Por fim tivemos a absurda cena de Bill bebendo o sangue de Lilith, morrendo e nascendo de novo. Não consegui compreender absolutamente nada daquilo e mesmo assim fiquei decepcionado. Não pelo que aconteceu em si – porque como disse, não sei o que foi – mas sim porque, por um minuto imaginei que Bill teria morrido, e por mais que essa ideia fosse aterradora, também seria genial. A série vai se renovar na mão de um novo showrunner na próxima temporada – posso estar enganado, mas acho que Alexander Woo assume o posto – e seria bombástico a morte de um protagonista. Não é nada contra Bill, que melhorou bastante como personagem depois de virar rei, mas TB precisa de algo que balance suas estruturas e, por um momento fugaz imaginei que isso ocorreria, mas eis que Bill renasce como “Nova Lilith” e tudo vai por água abaixo.
Agora é esperar a sexta temporada e ver que surpresa a série nos reserva sem seu mentor. Nem sei se eu ainda estarei firme com ela até lá, mas espero que sim. E, se minha esperança se confirmar, voltaremos a nos ver nesse mesmo site, nessa mesma review, em junho/julho de 2013. See ya people!
P.S.: O surto do Jason é tão bizarro, mas tão bizarro que preferi nem comentar. Digam o que vocês acharam aí nos coments que eu só consegui achar tudo ridículo e sem noção. Um retrocesso.
P.S. 2: Rolou uma decepção de ver que Luna e Sam nem tiveram tanto destaque assim na trama da AVL, mas na única cena importante que tiveram, Luna disse ao mundo todo quem são os vampiros, e a AVL, como entidade, agora deve perder sua força e a guerra com os humanos, se intensificar. Boa! Será que a moça morreu? Depois dessa acho que ela merece mais um tempinho de mosca com o Sam.
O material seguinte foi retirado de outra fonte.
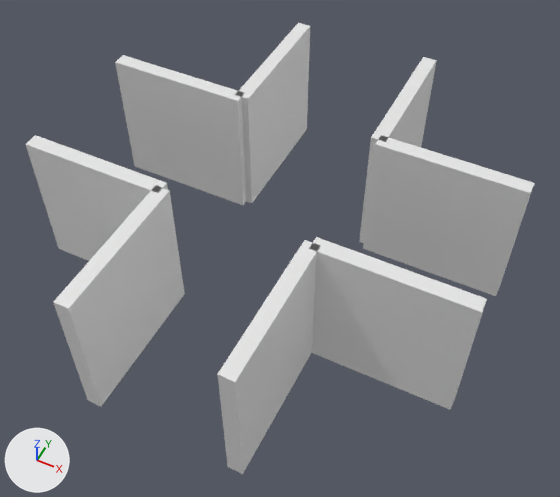
The FBX model GDApp/GDAppContent/Assets/Models/Maze/m_Cross01_Col.FBX, before and after one commit.
One viewpoint serves both versions: a camera (50 mm lens) standing at (4.21, -8.2, 10.82) and looking at (0.26, -0.29, 0.93). The lights are fixed; the arrows at lower left show +X, +Y and +Z. Where no turn or scale is listed for an object, it has been applied to the vertices.

The first picture shows 'm_Cross01_Col'.
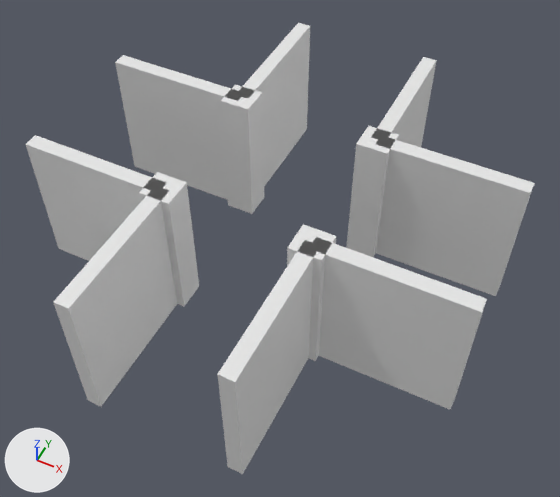
What differs and where, as boxes (x1, y1, x2, y2) in the pictures (560 x 497 px):
part 1 of me_mesh, added: after (221, 84, 264, 214)
part 2 of me_mesh, added: after (139, 172, 199, 306)
part 3 of me_mesh, added: after (346, 125, 399, 257)
part 4 of me_mesh, added: after (287, 224, 336, 361)

The change, as a diff of the scene's bpy script:
```diff
--- a/GDApp/GDAppContent/Assets/Models/Maze/m_Cross01_Col.FBX.py
+++ b/GDApp/GDAppContent/Assets/Models/Maze/m_Cross01_Col.FBX.py
@@ me_mesh @@
 me_mesh.from_pydata(...)  # 64 vertices, 48 faces; spans x -3.81..3.81, y -3.81..3.81, z 0.0..2.54
 # used by ob_m_cross01_col; location = (0.0, 0.0, 0.0)
+# me_mesh part 1: a new loose piece, a box spanning x -1.54..-1.0, y 1.01..1.54, z 0.0..2.54
+# me_mesh part 2: a new loose piece, a box spanning x -1.54..-1.0, y -1.52..-1.0, z 0.0..2.54
+# me_mesh part 3: a new loose piece, a box spanning x 0.99..1.53, y 1.01..1.54, z 0.0..2.54
+# me_mesh part 4: a new loose piece, a box spanning x 0.99..1.53, y -1.52..-1.0, z 0.0..2.54
```

P.S.3: Penso que a única estrutura intacta e que ainda funciona na série é o trio Eric-Sookie-Bill. É incrível e sempre me surpreendo como o quanto as cenas com os três fluem com uma delicadeza absurda. Stephen Moyer, Alexander Skarsgard e Anna Paquin têm uma das melhores químicas da TV e muitas vezes fazem milagre com o texto que lhes é dado. Pena a interação entre os três ter sido tão reduzida nessa temporada.
P.S.4: Acho que eu demorei muito para perceber isso, ou então demorei muito para dizê-lo em voz alta: mas é bem ridícula aquela Lilith ensanguentada… Vergonha alheia total! Mais ridículo ainda é a Lilith 2.0, versão Bill.